**EXERCISE DETAILS**: Each line of the records that includes "with" should be found and copied.

**GIVEN INFORMATION**:
%%

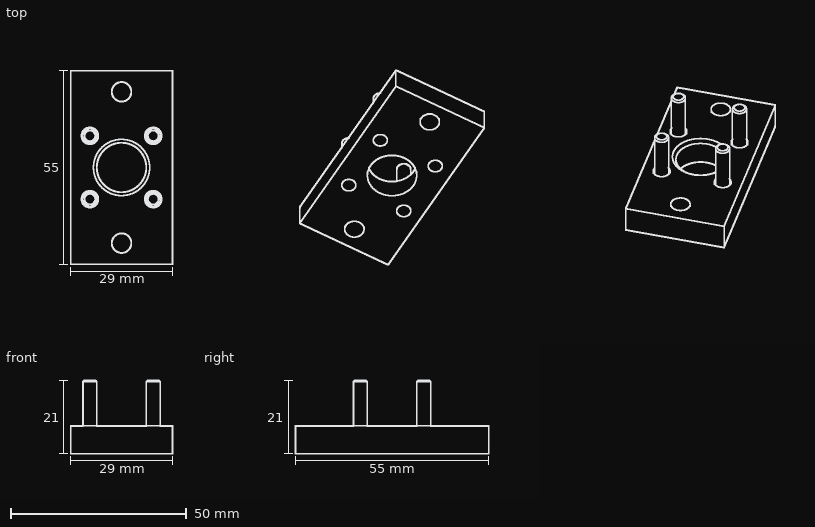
import cadquery as cq

PLATE_WIDTH = 29.0
PLATE_LENGTH = 55.0
PLATE_THICKNESS = 8.0

BORE_DIAMETER = 14.0
BORE_CHAMFER = 1.0
BORE_CHAMFER_ANGLE = 90.0

MOUNTING_HOLE_DIAMETER = 5.5
MOUNTING_HOLE_SPACING = 43.0

PIN_DIAMETER = 4.0
PIN_SPACING = 18.0
PIN_PROJECTION = 13.0
PIN_TIP_CHAMFER = 0.5
PIN_LENGTH = PLATE_THICKNESS + PIN_PROJECTION

RECESS_DIAMETER = 4.8
RECESS_DEPTH = PLATE_THICKNESS / 2

MOUNTING_CENTRES = [(0, side * MOUNTING_HOLE_SPACING / 2) for side in (-1, 1)]
PIN_CENTRES = [
    (x_side * PIN_SPACING / 2, y_side * PIN_SPACING / 2)
    for x_side in (-1, 1)
    for y_side in (-1, 1)
]


def top_face(plate):
    """Workplane on the plate's upper face, with its origin on the Z axis."""
    return plate.faces(">Z").workplane(origin=(0, 0, 0))


def cut_bore(plate):
    """Central through bore with a conical upper rim."""
    rim_diameter = BORE_DIAMETER + 2 * BORE_CHAMFER
    return top_face(plate).cskHole(BORE_DIAMETER, rim_diameter, BORE_CHAMFER_ANGLE)


def cut_mounting_holes(plate):
    """Plain through holes near the two short ends."""
    return top_face(plate).pushPoints(MOUNTING_CENTRES).hole(MOUNTING_HOLE_DIAMETER)


def cut_pin_seats(plate):
    """Stepped holes: a clearance recess above a close fit for the pin."""
    seats = top_face(plate).pushPoints(PIN_CENTRES)
    return seats.cboreHole(PIN_DIAMETER, RECESS_DIAMETER, RECESS_DEPTH)


def make_plate():
    """Rectangular plate with its bore, mounting holes and pin seats."""
    plate = cq.Workplane("XY").box(
        PLATE_WIDTH, PLATE_LENGTH, PLATE_THICKNESS, centered=(True, True, False)
    )
    plate = cut_bore(plate)
    plate = cut_mounting_holes(plate)
    return cut_pin_seats(plate)


def make_pin(centre):
    """Round pin from the plate's underside to a chamfered tip above the plate."""
    return (
        cq.Workplane("XY")
        .center(*centre)
        .circle(PIN_DIAMETER / 2)
        .extrude(PIN_LENGTH)
        .faces(">Z")
        .chamfer(PIN_TIP_CHAMFER)
    )


plate = make_plate()
pins = [make_pin(centre) for centre in PIN_CENTRES]

result = cq.Compound.makeCompound([plate.val(), *[pin.val() for pin in pins]])

%%

**SOLUTION**:
    """Workplane on the plate's upper face, with its origin on the Z axis."""
    """Central through bore with a conical upper rim."""
    """Rectangular plate with its bore, mounting holes and pin seats."""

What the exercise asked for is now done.